Work to be completed:
Nothing below is to be printed except the lines between the line holding "total_height = 8.6" and the line holding "bowl_mouth_radius = 13.95", inclusive, each exactly as it appears.

[Data excerpts]
== Segment start ==
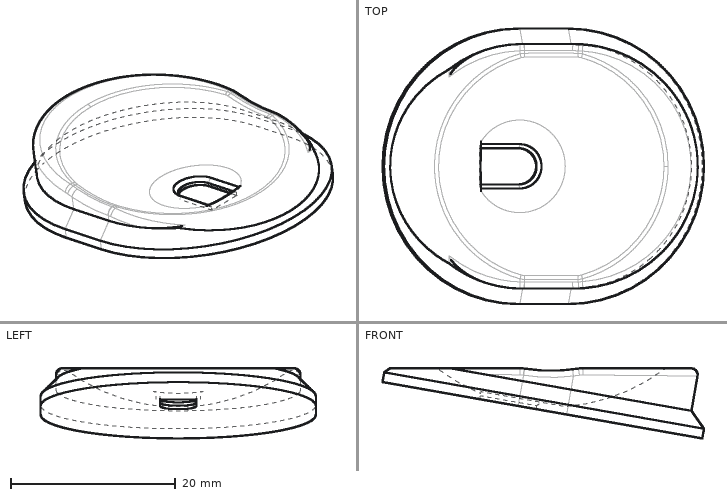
import cadquery as cq
import math

tilt = 10.0
total_height = 8.6
base_radius = 16.8
straight_length = 6.0
rim_height = 1.2
taper = 1.9
collar_radius = base_radius - taper
base_length = straight_length + 2 * base_radius

bowl_x = 0.98
bowl_radius = 22.9
bowl_mouth_radius = 13.95
bowl_center_z = math.sqrt(bowl_radius**2 - bowl_mouth_radius**2)
floor_radius = 5.65
floor_drop = math.sqrt(bowl_radius**2 - floor_radius**2)

dip_depth = 0.3
dip_width = 7.05
dip_radius = (dip_width**2 / 4 + dip_depth**2) / (2 * dip_depth)
dip_end_radius = 3.15
edge_radius = 0.82
edge_search_margin = 0.2
skirt_inset = 0.98

slot_half_width = 2.2
slot_flat_end = 4.8
slot_chamfer = 0.5
slot_reach = 1.95

oversize = 58.8

slope = math.radians(tilt)
base_center_x = -19.6 + base_length / 2 * math.cos(slope)
base_center_z = -total_height + base_length / 2 * math.sin(slope)
normal = (math.sin(slope), 0, math.cos(slope))
slope_direction = (math.cos(slope), 0, -math.sin(slope))
base_plane = cq.Plane((base_center_x, 0, base_center_z), slope_direction, normal)
floor_center = (
    bowl_x - floor_drop * normal[0],
    0,
    bowl_center_z - floor_drop * normal[2],
)
floor_plane = cq.Plane(floor_center, slope_direction, normal)


def oblong(radius):
    return cq.Workplane(base_plane).slot2D(straight_length + 2 * radius, 2 * radius)


def make_top_cutter():
    return cq.Workplane("XY").box(oversize, oversize, oversize, centered=(True, True, False))


def make_bowl():
    sphere = cq.Workplane("XY").sphere(bowl_radius).translate((bowl_x, 0, bowl_center_z))
    floor_fill = (
        cq.Workplane(floor_plane)
        .center(oversize / 2 - slot_flat_end, 0)
        .rect(oversize, oversize)
        .extrude(-oversize)
    )
    return sphere.cut(floor_fill)


def make_collar(block):
    dip = (
        cq.Workplane("XZ")
        .center(bowl_x, dip_radius - dip_depth)
        .circle(dip_radius)
        .extrude(oversize, both=True)
    )
    near_top = cq.selectors.BoxSelector(
        (-oversize, -oversize, -dip_depth - edge_search_margin),
        (oversize, oversize, edge_search_margin),
    )
    collar = block.cut(make_bowl()).cut(dip)
    collar = collar.edges(near_top).edges("|Y").fillet(dip_end_radius)
    return collar.edges(near_top).edges("not |Y").fillet(edge_radius)


def make_skirt():
    core = oblong(collar_radius - skirt_inset).extrude(2 * total_height)
    rim = oblong(base_radius).extrude(rim_height)
    slope_ring = (
        oblong(base_radius).extrude(taper, taper=45).translate(cq.Vector(*normal) * rim_height)
    )
    return rim.union(slope_ring).cut(make_top_cutter()).cut(core)


def make_slot():
    full_length = 2 * slot_flat_end
    deep = (
        cq.Workplane(floor_plane)
        .slot2D(full_length + 2 * slot_half_width, 2 * slot_half_width)
        .extrude(slot_reach, both=True)
    )
    flare_half_width = slot_half_width + slot_chamfer
    flare_profile = cq.Workplane(floor_plane).slot2D(
        full_length + 2 * flare_half_width, 2 * flare_half_width
    )
    flare = flare_profile.extrude(-slot_chamfer, taper=45)
    slot = deep.union(flare).translate(cq.Vector(*slope_direction) * -slot_flat_end)
    flat_end_limit = (
        cq.Workplane(floor_plane)
        .center(oversize / 2 - slot_flat_end, 0)
        .rect(oversize, oversize)
        .extrude(oversize, both=True)
    )
    return slot.intersect(flat_end_limit)


collar_block = oblong(collar_radius).extrude(2 * total_height).cut(make_top_cutter())
result = make_collar(collar_block).union(make_skirt()).cut(make_slot())
== Segment end ==
Reply to the exercise:
total_height = 8.6
base_radius = 16.8
straight_length = 6.0
rim_height = 1.2
taper = 1.9
collar_radius = base_radius - taper
base_length = straight_length + 2 * base_radius

bowl_x = 0.98
bowl_radius = 22.9
bowl_mouth_radius = 13.95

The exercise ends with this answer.